When deterministic mode is enabled, the solver uses stable tie-breaking on edge
and node IDs, deterministic sparsification, and lexicographically smallest path
embeddings. You can optionally provide `deterministic_seed` to influence
tie-breaking hashes for debugging; this does **not** enable random sampling. The
stats dictionary returned with `return_stats=True` includes
`deterministic_mode_used` and `seed_used` so you can log reproducibility
metadata.

### Extensions (convex costs, max-flow, isotonic regression)

```python
import networkx as nx
from almo_mcf import min_cost_flow_convex, max_flow_via_min_cost_circulation

G = nx.MultiDiGraph()
G.add_node("s", demand=-2)
G.add_node("t", demand=2)
G.add_edge("s", "t", capacity=2, convex_cost=[0, 1, 6])
G.add_edge("s", "t", capacity=2, convex_cost=[0, 2, 4])
flow = min_cost_flow_convex(G)

H = nx.DiGraph()
H.add_edge("s", "t", capacity=5)
max_flow_value, max_flow = max_flow_via_min_cost_circulation(H, "s", "t")
```

### Supported NetworkX attributes

- **Graph type:** `nx.DiGraph` and `nx.MultiDiGraph`
- **Node attributes:**
  - `demand` (int)
- **Edge attributes:**
  - `capacity` (required, finite)
  - `lower_capacity` (optional, default 0)
  - `weight` or `cost` (int; `weight` is preferred to match NetworkX)

The output format matches `networkx.min_cost_flow`: `dict[u][v] = flow`.

## Lower-level array API (Rust core binding)

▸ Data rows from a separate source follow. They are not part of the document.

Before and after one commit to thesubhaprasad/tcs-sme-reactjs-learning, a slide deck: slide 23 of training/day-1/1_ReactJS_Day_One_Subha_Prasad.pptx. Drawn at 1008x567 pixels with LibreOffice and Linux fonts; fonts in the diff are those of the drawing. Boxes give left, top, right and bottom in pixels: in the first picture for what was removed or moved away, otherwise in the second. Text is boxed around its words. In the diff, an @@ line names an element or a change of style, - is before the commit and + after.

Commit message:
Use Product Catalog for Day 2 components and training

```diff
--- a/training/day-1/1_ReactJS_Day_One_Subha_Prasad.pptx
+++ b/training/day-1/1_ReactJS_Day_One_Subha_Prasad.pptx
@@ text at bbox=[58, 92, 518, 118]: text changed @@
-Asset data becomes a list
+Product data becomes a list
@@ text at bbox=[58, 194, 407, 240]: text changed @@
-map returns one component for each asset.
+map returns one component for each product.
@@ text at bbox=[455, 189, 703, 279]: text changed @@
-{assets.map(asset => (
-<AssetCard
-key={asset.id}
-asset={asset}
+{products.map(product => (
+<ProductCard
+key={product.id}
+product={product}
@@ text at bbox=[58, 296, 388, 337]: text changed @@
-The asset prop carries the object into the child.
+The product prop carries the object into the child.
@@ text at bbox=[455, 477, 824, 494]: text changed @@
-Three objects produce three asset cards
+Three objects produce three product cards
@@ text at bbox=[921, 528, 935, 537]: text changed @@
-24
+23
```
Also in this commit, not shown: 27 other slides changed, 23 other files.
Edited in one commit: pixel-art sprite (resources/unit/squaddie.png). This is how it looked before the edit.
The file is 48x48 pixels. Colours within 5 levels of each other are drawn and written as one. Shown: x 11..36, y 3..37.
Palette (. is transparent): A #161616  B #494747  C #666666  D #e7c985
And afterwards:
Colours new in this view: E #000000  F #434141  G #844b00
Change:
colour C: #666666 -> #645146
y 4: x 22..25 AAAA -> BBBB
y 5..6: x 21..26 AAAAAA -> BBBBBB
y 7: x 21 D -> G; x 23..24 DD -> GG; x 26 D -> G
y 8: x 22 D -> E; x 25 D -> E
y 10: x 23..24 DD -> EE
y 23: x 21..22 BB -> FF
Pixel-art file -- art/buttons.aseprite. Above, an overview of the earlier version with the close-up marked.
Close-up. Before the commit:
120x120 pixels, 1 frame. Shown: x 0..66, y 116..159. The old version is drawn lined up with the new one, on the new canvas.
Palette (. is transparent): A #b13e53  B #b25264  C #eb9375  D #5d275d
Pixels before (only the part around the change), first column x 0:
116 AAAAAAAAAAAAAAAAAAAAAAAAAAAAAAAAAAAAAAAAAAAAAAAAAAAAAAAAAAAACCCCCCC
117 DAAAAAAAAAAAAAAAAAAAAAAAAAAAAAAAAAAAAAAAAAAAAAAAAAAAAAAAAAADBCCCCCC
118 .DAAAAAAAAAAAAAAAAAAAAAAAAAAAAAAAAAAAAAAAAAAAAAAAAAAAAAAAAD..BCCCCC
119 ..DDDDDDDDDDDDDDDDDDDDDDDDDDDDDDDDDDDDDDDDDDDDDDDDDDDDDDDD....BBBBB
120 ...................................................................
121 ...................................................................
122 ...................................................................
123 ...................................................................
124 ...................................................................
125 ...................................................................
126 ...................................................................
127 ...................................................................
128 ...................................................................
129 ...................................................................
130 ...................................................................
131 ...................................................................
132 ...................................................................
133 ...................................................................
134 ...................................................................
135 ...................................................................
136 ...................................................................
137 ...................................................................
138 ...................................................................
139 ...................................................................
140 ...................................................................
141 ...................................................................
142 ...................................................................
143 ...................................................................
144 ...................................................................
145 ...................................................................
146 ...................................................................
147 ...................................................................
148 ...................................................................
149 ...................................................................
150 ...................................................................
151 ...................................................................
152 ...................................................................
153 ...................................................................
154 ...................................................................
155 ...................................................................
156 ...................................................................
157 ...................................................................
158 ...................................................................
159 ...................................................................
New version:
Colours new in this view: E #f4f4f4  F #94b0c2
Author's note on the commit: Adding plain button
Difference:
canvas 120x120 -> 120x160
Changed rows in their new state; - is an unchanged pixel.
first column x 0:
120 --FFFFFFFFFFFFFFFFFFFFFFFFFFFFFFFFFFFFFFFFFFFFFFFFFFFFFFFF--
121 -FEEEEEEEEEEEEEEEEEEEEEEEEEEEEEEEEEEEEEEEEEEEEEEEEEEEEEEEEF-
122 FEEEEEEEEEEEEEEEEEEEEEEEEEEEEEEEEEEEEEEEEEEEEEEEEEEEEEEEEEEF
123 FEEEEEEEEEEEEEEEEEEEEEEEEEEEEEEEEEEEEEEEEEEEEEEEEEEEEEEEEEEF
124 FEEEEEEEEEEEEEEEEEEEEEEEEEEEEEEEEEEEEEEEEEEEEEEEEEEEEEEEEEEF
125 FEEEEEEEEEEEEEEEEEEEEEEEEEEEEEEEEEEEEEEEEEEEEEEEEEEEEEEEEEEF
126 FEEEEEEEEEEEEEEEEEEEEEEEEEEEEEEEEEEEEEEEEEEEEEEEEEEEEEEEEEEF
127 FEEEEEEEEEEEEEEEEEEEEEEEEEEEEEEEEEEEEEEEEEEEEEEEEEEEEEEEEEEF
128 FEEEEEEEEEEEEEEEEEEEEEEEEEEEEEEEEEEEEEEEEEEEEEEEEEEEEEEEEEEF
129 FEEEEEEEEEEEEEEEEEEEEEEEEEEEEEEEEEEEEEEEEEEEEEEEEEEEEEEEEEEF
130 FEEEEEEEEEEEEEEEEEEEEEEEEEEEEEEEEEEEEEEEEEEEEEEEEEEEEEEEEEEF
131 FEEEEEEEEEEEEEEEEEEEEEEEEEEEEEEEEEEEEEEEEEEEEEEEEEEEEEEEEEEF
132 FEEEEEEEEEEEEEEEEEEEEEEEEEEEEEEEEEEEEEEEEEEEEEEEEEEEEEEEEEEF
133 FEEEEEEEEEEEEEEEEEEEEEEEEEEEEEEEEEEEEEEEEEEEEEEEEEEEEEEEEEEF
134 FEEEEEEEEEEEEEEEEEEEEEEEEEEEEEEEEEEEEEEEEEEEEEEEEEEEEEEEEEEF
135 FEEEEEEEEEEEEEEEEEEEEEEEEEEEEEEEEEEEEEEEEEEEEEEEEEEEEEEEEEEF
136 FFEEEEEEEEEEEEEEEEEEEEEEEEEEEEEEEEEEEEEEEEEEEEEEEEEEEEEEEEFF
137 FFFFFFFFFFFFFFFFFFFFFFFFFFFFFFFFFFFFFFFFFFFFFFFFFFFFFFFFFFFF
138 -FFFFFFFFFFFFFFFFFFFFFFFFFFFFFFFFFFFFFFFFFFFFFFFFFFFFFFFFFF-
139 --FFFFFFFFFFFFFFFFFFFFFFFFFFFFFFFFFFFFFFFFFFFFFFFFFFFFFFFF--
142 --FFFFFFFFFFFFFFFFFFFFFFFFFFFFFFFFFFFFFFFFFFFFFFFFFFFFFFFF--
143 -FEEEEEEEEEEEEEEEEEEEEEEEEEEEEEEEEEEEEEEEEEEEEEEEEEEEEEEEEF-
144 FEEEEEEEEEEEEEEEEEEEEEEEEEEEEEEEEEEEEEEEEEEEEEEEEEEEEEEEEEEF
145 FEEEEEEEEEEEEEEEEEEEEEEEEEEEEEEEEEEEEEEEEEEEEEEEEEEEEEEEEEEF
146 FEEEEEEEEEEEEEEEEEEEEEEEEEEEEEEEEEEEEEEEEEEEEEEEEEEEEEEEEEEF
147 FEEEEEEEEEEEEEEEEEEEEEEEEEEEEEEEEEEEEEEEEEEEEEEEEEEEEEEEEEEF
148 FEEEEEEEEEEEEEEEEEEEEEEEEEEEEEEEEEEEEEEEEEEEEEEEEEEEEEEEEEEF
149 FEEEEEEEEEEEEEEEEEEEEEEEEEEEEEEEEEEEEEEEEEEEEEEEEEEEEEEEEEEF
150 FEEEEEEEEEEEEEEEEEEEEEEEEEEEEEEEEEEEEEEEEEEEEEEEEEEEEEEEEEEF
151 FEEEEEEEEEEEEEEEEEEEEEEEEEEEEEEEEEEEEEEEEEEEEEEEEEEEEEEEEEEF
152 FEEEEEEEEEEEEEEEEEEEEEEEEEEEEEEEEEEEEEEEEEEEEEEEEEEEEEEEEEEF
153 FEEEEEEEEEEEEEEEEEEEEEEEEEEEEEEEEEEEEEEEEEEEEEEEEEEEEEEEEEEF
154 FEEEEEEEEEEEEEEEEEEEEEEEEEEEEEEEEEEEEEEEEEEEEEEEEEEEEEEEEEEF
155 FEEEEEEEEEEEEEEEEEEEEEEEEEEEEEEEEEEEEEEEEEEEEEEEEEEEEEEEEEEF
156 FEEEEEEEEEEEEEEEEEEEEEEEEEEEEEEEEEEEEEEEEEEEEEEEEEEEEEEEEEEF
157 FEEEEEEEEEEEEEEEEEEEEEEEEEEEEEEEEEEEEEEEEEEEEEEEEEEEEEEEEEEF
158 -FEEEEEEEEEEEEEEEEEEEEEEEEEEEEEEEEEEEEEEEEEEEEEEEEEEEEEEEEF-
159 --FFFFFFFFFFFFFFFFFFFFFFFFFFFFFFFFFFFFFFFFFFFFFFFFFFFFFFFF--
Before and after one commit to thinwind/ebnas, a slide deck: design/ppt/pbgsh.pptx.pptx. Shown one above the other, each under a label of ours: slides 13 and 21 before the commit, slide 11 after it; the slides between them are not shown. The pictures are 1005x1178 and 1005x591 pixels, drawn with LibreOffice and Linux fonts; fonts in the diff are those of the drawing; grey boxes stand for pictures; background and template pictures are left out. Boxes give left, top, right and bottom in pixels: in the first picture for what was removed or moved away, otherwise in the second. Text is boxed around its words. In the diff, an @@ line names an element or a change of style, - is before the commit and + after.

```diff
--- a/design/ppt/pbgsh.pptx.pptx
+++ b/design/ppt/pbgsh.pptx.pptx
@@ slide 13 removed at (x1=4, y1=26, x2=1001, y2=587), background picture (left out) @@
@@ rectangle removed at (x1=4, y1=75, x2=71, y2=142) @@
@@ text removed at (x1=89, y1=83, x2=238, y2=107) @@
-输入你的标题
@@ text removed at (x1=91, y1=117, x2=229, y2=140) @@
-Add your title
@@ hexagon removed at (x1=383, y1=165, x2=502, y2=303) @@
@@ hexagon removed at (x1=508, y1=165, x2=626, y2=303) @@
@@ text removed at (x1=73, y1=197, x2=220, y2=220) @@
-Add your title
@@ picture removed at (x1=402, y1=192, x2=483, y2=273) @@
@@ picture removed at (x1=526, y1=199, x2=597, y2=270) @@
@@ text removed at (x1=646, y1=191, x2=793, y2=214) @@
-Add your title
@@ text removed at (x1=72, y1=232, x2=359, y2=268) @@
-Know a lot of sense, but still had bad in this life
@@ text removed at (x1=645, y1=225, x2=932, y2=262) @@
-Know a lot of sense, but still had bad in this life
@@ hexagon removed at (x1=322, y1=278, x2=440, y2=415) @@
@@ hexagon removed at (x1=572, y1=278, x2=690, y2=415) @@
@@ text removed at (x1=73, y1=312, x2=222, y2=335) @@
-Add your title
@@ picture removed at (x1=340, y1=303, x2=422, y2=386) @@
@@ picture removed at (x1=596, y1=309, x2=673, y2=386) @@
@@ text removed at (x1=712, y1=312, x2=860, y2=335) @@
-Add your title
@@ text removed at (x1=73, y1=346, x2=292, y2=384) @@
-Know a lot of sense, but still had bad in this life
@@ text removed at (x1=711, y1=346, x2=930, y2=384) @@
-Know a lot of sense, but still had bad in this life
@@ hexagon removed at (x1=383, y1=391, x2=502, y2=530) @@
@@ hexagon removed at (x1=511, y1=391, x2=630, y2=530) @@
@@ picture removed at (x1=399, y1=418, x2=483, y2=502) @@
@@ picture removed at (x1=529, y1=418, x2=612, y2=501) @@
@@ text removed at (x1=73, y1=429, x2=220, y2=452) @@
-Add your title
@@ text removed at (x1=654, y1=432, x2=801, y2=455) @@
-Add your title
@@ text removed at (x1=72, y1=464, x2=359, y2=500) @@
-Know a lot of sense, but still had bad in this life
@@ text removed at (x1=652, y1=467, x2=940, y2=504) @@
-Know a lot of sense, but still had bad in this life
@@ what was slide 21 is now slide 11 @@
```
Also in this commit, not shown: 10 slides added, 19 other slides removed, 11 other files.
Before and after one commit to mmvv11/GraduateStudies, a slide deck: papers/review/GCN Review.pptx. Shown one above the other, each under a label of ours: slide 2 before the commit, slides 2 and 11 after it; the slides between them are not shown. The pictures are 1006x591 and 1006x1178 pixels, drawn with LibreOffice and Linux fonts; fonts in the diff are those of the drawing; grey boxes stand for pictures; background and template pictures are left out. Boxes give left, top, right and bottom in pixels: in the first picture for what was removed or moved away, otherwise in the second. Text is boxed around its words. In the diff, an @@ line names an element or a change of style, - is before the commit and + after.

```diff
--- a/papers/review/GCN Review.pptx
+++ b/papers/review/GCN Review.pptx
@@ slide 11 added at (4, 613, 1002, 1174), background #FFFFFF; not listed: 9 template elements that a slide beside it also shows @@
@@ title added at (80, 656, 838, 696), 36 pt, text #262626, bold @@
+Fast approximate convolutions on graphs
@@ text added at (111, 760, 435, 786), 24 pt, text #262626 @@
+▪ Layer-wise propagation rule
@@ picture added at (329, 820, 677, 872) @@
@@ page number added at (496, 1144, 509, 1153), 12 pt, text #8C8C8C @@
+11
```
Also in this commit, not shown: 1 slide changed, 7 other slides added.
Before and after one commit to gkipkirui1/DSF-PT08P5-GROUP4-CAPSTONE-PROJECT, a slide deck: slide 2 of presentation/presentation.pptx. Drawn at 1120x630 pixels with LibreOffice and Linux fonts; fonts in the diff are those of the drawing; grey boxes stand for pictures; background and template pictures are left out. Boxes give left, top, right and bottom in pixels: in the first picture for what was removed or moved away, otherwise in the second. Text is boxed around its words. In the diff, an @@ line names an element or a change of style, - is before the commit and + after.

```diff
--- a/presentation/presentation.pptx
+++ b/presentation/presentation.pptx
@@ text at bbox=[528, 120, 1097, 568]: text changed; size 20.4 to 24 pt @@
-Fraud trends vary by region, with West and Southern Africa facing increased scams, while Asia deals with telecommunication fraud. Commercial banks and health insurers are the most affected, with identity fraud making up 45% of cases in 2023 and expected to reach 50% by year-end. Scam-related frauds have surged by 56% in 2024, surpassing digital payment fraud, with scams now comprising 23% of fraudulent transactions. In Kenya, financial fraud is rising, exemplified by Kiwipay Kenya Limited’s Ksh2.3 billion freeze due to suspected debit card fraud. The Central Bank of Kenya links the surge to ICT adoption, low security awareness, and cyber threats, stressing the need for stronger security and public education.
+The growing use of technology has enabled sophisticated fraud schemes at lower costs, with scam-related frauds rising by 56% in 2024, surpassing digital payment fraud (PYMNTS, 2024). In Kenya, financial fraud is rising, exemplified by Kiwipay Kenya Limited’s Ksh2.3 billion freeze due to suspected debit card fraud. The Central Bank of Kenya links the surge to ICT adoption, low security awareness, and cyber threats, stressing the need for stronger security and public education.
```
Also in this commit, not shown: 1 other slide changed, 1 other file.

If you need to avoid NetworkX overhead, you can call the Rust extension directly:

```python
import numpy as np
from almo_mcf import _core

flow = _core.min_cost_flow_edges(
    n,
    np.asarray(tails, dtype=np.int64),
    np.asarray(heads, dtype=np.int64),
    np.asarray(lower, dtype=np.int64),
    np.asarray(upper, dtype=np.int64),
    np.asarray(cost, dtype=np.int64),
    np.asarray(demand, dtype=np.int64),
)

# Force scaling in the core solver (useful for very large U/C bounds).
flow, stats = _core.min_cost_flow_edges_with_scaling(
    n,
    np.asarray(tails, dtype=np.int64),
    np.asarray(heads, dtype=np.int64),
    np.asarray(lower, dtype=np.int64),
    np.asarray(upper, dtype=np.int64),
    np.asarray(cost, dtype=np.int64),
    np.asarray(demand, dtype=np.int64),
)
```

Inputs must be integer arrays with consistent lengths.

## Limitations (current)

- All capacities must be explicit and finite.
- Performance is currently tuned for correctness and clarity, not large-scale
  instances.

## Repository layout

```
python/almo_mcf/        # Python API + NetworkX adapter
rust/crates/almo-mcf-core/   # Rust solver core
rust/crates/almo-mcf-py/     # PyO3 bindings
tests/                 # pytest suite (NetworkX parity + regressions)
```

## Development

### Run tests

```bash
pytest -q
```

### Benchmarks

There are benchmark scripts that compare IPM vs the classic successive
shortest-path (SSP) routine across sizes and capacity/cost ranges:

```bash
python tests/bench_ipm_vs_ssp.py --runs 3 --nodes 30 60 --edges 150 300 --capacity 10 50 --cost 5 20
python tests/bench_ipm_vs_networkx.py --nodes 60 --edges 300 --runs 3
```

### Build the Rust core

```bash
cargo build -p almo-mcf-core
```

## Roadmap highlights

- Integrate the IPM solver and min-ratio cycle oracle from `DESIGN_SPEC.md`.
- Add dynamic oracle updates and almost-linear data structures.
- Expand benchmarks and performance tuning.

## References

The IPM + min-ratio cycle approach follows the ideas in:

- Li Chen, Rasmus Kyng, Yang P. Liu, Richard Peng, Maximilian Probst Gutenberg, and Sushant Sachdeva. *Maximum Flow and Minimum-Cost Flow in Almost-Linear Time*. arXiv:2203.00671, 2022. https://arxiv.org/abs/2203.00671
- Jan van den Brand, Li Chen, Rasmus Kyng, Yang P. Liu, Richard Peng, Maximilian Probst Gutenberg, Sushant Sachdeva, and Aaron Sidford. *A Deterministic Almost-Linear Time Algorithm for Minimum-Cost Flow*. arXiv:2309.16629, 2023. https://arxiv.org/abs/2309.16629

## License

Apache 2.0. See `LICENSE` for details.